Anyway, the zine is done, except for the part where I pony up some insane amount of money to buy a bunch of copies and then send them to each contributor. I am happy to send copies to people, especially if this makes them happy or they are impressed with seeing their words in print. I am not happy to have to order them, wait, get a bunch of envelopes, then drag a hundred pounds of books to the post office and give them a ton of money. And please don’t tell me some shipping shortcut that is supposed to save me time and money. New York post offices are all equally horrible, and are never open, and I have no car, so I can’t drive to the suburbs. I used to think the post office in Bloomington was bad, but it’s seriously like the Millenium Hotel compared to the places here. I just have no choice, and I have to suck it up and pay the price.

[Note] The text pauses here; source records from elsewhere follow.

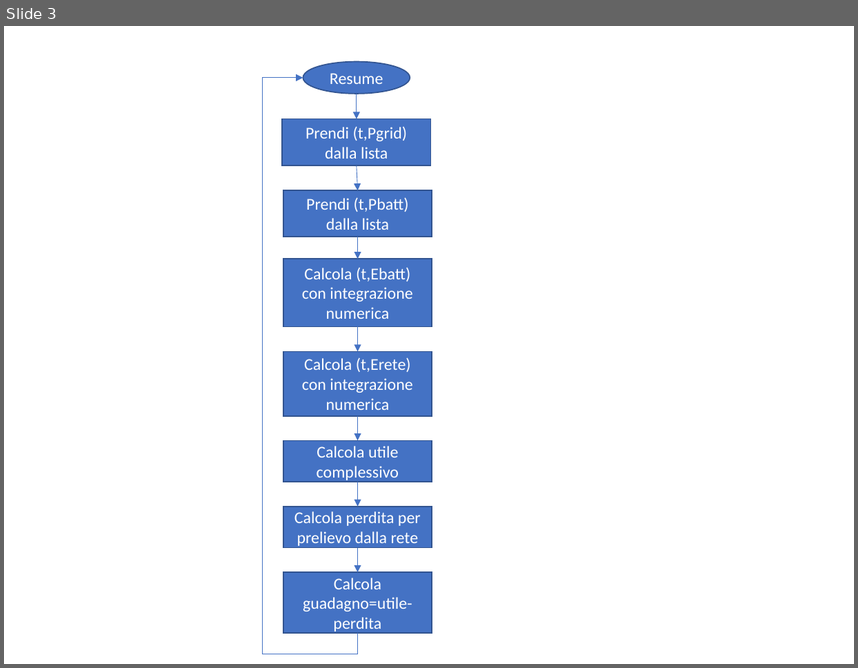
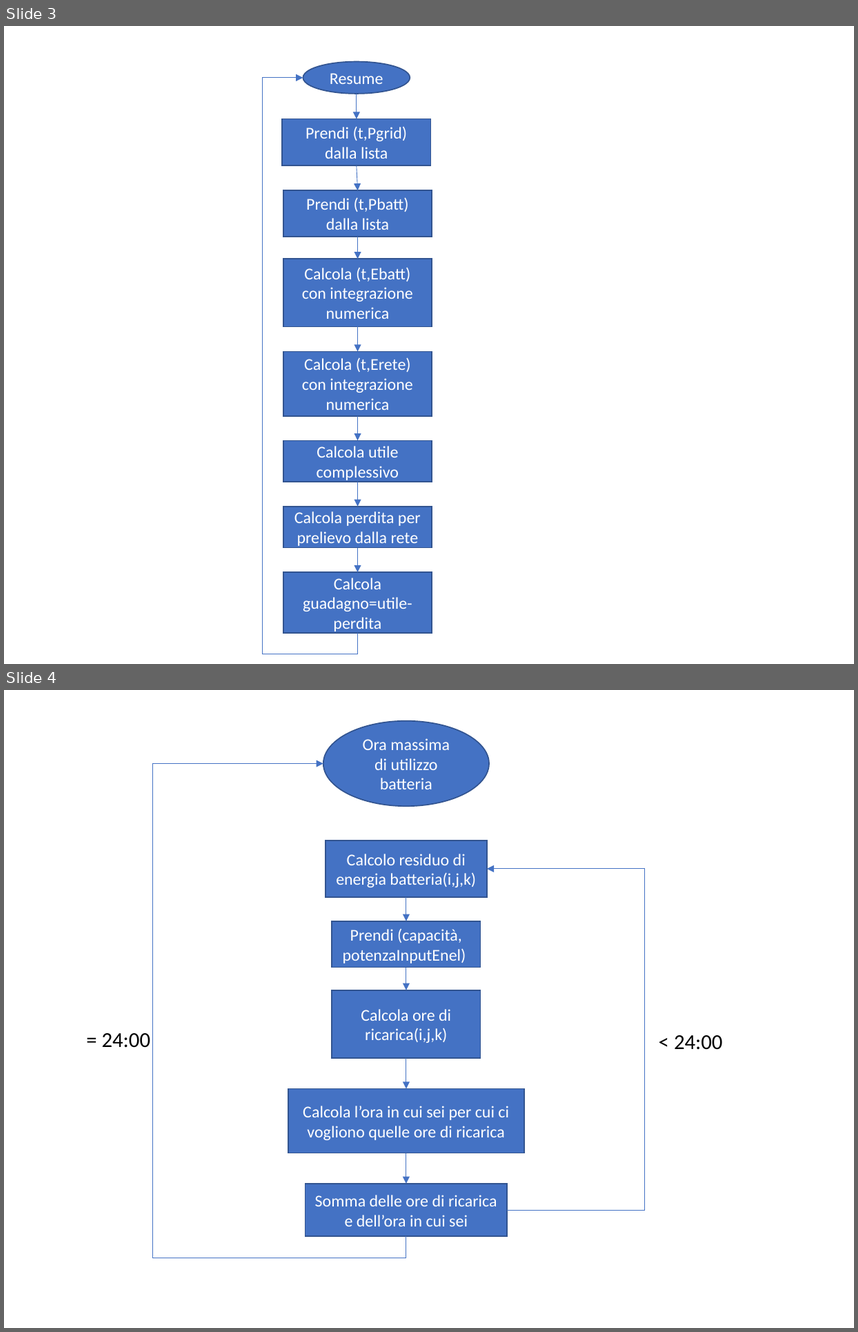
Before and after one commit to gsiano96/EnergyManagementSystem, a slide deck: Documentation/Presentation/Schema_algoritmo.pptx. Shown one above the other, each under a label of ours: slide 3 before the commit, slides 3 and 4 after it. The pictures are 858x668 and 858x1332 pixels, drawn with LibreOffice and Linux fonts; fonts in the diff are those of the drawing. Boxes give left, top, right and bottom in pixels: in the first picture for what was removed or moved away, otherwise in the second. Text is boxed around its words. In the diff, an @@ line names an element or a change of style, - is before the commit and + after.

```diff
--- a/Documentation/Presentation/Schema_algoritmo.pptx
+++ b/Documentation/Presentation/Schema_algoritmo.pptx
@@ slide 4 added at box(4, 690, 854, 1328), background #FFFFFF @@
@@ ellipse added at box(323, 720, 489, 806), fill #4472C4, outline #325491 1 pt, 14 pt, text #FFFFFF @@
+Ora massima di utilizzo batteria
@@ elbow arrow added from (406, 1236) to (323, 763), #4472C4 0.5 pt @@
@@ rectangle added at box(326, 840, 487, 898), fill #4472C4, outline #325491 1 pt, 14 pt, text #FFFFFF @@
+Calcolo residuo di energia batteria(i,j,k)
@@ elbow arrow added from (507, 1210) to (487, 869), #4472C4 0.5 pt @@
@@ arrow added from (406, 896) to (406, 921), #4472C4 0.5 pt @@
@@ rectangle added at box(332, 921, 481, 967), fill #4472C4, outline #325491 1 pt, 14 pt, text #FFFFFF @@
+Prendi (capacità, potenzaInputEnel)
@@ arrow added from (406, 967) to (406, 990), #4472C4 0.5 pt @@
@@ rectangle added at box(332, 990, 481, 1058), fill #4472C4, outline #325491 1 pt, 14 pt, text #FFFFFF @@
+Calcola ore di ricarica(i,j,k)
@@ text added at box(102, 1033, 151, 1047), 18 pt, text #000000 @@
+= 24:00
@@ text added at box(674, 1035, 723, 1049), 18 pt, text #000000 @@
+< 24:00
@@ arrow added from (406, 1058) to (406, 1089), #4472C4 0.5 pt @@
@@ rectangle added at box(289, 1089, 524, 1153), fill #4472C4, outline #325491 1 pt, 14 pt, text #FFFFFF @@
+Calcola l’ora in cui sei per cui ci vogliono quelle ore di ricarica
@@ arrow added from (406, 1152) to (406, 1183), #4472C4 0.5 pt @@
@@ rectangle added at box(305, 1183, 507, 1236), fill #4472C4, outline #325491 1 pt, 14 pt, text #FFFFFF @@
+Somma delle ore di ricarica e dell’ora in cui sei
```
Also in this commit, not shown: 2 other files.

I don’t know how to feel about finishing an issue of the zine. It is exhilarating to get it all finished. It’s a small amount less than when I do my own books, because I always have a fear that I’ve fucked up something in someone’s story, and they will get pissed about it. It’s another half-inch of shelf space taken on the Konrath shelf of my home library (actually 1” here, because of the dud proof) and I am always happy to get more volume there. This book is blue, a very deep cobalt blue, and it is my first blue book (black, black, red, black, black, green, grey, red) and I am happy to get something that really stands out but is also unused. I will be happy to hear from people who were contributors and write to tell me they liked the zine, or even better, liked a story by another contributor. Believe it or not, I actually pay for the costs and typically lose money, and I have people that send in stories and never write back to acknowledge that they ever got their zine, let alone that they liked it or thought that sucked. And with 18 other people in this one, at least one of them will do this, and it always pisses me off, even though it probably shouldn’t.

There are two things I don’t like about finishing the zine. One is that it will go out and become available, and nobody will buy it. It’s very hard to sell an anthology, and I never expect to get many orders, and I never do. I plan these things by trying to pick people who have their own little bit of fame, be it a book or band or blog or something, so their completist fans will buy a zine, maybe find another writer they like, and start writing to them or reading their web site or book or whatever. I don’t know if this really happens - probably not, or I’d sell many more copies. But that’s the intent, and like I said, there’s no way I could recoup my costs unless each writer got like 15 or 20 people to buy it, and I think the average is closer to 1 or 2. So all of that hanging over my head sucks.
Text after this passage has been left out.